■ Task:
Gather up every line from the entries below that uses the word "Workplane".

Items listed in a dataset
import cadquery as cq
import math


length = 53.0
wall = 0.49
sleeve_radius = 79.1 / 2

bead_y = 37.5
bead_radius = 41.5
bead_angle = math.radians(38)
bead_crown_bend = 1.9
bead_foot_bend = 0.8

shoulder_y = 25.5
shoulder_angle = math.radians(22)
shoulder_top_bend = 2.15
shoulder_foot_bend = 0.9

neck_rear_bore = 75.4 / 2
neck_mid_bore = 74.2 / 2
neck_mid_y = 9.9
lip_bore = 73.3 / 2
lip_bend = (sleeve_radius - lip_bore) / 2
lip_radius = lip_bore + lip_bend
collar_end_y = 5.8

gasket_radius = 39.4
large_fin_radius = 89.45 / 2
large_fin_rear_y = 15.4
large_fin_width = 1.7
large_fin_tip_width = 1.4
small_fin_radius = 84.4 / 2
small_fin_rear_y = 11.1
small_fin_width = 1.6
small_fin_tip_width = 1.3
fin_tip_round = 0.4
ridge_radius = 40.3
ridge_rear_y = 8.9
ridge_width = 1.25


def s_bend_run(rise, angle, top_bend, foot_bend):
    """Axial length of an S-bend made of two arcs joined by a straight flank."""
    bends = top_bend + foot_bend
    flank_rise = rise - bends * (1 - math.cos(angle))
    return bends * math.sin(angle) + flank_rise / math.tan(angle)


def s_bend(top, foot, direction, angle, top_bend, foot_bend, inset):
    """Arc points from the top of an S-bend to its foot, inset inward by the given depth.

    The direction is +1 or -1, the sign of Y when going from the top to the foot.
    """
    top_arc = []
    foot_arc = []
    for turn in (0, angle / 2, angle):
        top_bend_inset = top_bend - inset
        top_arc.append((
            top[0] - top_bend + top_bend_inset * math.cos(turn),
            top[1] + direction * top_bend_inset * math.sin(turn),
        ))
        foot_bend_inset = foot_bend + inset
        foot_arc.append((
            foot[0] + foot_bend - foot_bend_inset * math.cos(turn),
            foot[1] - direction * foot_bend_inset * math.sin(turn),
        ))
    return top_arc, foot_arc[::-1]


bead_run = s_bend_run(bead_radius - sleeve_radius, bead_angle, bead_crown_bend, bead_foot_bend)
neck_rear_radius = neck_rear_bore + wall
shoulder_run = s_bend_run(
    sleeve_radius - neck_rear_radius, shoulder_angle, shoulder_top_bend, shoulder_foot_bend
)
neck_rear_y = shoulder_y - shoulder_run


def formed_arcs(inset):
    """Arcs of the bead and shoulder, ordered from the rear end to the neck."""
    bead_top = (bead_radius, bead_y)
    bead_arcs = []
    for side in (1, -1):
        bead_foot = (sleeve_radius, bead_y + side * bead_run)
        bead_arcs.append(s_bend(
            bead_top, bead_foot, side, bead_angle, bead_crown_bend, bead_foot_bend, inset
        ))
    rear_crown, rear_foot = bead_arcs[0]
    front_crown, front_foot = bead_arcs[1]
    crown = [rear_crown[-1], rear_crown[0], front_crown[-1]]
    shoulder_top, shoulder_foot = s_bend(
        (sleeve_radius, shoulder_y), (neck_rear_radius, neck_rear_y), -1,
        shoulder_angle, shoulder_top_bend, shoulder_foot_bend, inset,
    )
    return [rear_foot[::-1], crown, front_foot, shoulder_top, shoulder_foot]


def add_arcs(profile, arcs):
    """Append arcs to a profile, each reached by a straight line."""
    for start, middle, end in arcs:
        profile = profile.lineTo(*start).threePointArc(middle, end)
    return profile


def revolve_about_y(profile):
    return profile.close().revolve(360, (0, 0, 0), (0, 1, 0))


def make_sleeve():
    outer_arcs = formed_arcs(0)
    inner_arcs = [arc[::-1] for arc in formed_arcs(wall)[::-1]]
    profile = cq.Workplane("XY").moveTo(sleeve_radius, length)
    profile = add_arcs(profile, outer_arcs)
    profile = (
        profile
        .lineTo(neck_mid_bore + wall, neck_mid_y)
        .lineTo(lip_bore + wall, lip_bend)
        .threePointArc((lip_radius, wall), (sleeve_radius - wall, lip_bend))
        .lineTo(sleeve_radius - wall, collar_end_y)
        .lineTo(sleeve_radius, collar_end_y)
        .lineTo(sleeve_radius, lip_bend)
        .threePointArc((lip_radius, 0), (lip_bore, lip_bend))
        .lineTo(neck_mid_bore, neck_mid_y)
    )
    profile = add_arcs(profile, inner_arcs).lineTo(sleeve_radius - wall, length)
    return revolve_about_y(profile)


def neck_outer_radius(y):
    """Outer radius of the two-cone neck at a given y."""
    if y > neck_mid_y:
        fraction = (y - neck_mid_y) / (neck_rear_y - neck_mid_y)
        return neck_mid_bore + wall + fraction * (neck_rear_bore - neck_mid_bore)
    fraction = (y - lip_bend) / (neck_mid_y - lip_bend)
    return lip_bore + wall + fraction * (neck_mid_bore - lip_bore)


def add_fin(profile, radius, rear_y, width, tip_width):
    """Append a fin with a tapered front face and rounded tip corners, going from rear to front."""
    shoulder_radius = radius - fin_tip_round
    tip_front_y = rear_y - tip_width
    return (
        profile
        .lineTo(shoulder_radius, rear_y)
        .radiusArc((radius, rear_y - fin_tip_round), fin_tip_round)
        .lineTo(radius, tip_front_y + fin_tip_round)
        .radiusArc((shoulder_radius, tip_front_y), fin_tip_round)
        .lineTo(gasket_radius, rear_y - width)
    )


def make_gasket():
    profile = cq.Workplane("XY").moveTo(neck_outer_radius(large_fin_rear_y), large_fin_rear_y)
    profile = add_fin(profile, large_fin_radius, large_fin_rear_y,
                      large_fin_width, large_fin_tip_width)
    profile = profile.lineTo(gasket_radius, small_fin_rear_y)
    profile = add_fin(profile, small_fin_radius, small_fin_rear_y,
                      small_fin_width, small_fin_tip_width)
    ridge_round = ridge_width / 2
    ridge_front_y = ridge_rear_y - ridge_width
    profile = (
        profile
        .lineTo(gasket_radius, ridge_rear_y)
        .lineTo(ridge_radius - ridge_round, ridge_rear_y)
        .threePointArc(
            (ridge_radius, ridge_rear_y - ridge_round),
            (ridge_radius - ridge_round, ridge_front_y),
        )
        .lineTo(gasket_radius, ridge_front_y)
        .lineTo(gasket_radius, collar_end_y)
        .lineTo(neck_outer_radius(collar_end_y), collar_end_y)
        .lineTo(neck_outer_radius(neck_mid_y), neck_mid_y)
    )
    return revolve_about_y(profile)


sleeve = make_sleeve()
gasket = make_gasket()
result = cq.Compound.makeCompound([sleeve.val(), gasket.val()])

■ Written answer:
    profile = cq.Workplane("XY").moveTo(sleeve_radius, length)
    profile = cq.Workplane("XY").moveTo(neck_outer_radius(large_fin_rear_y), large_fin_rear_y)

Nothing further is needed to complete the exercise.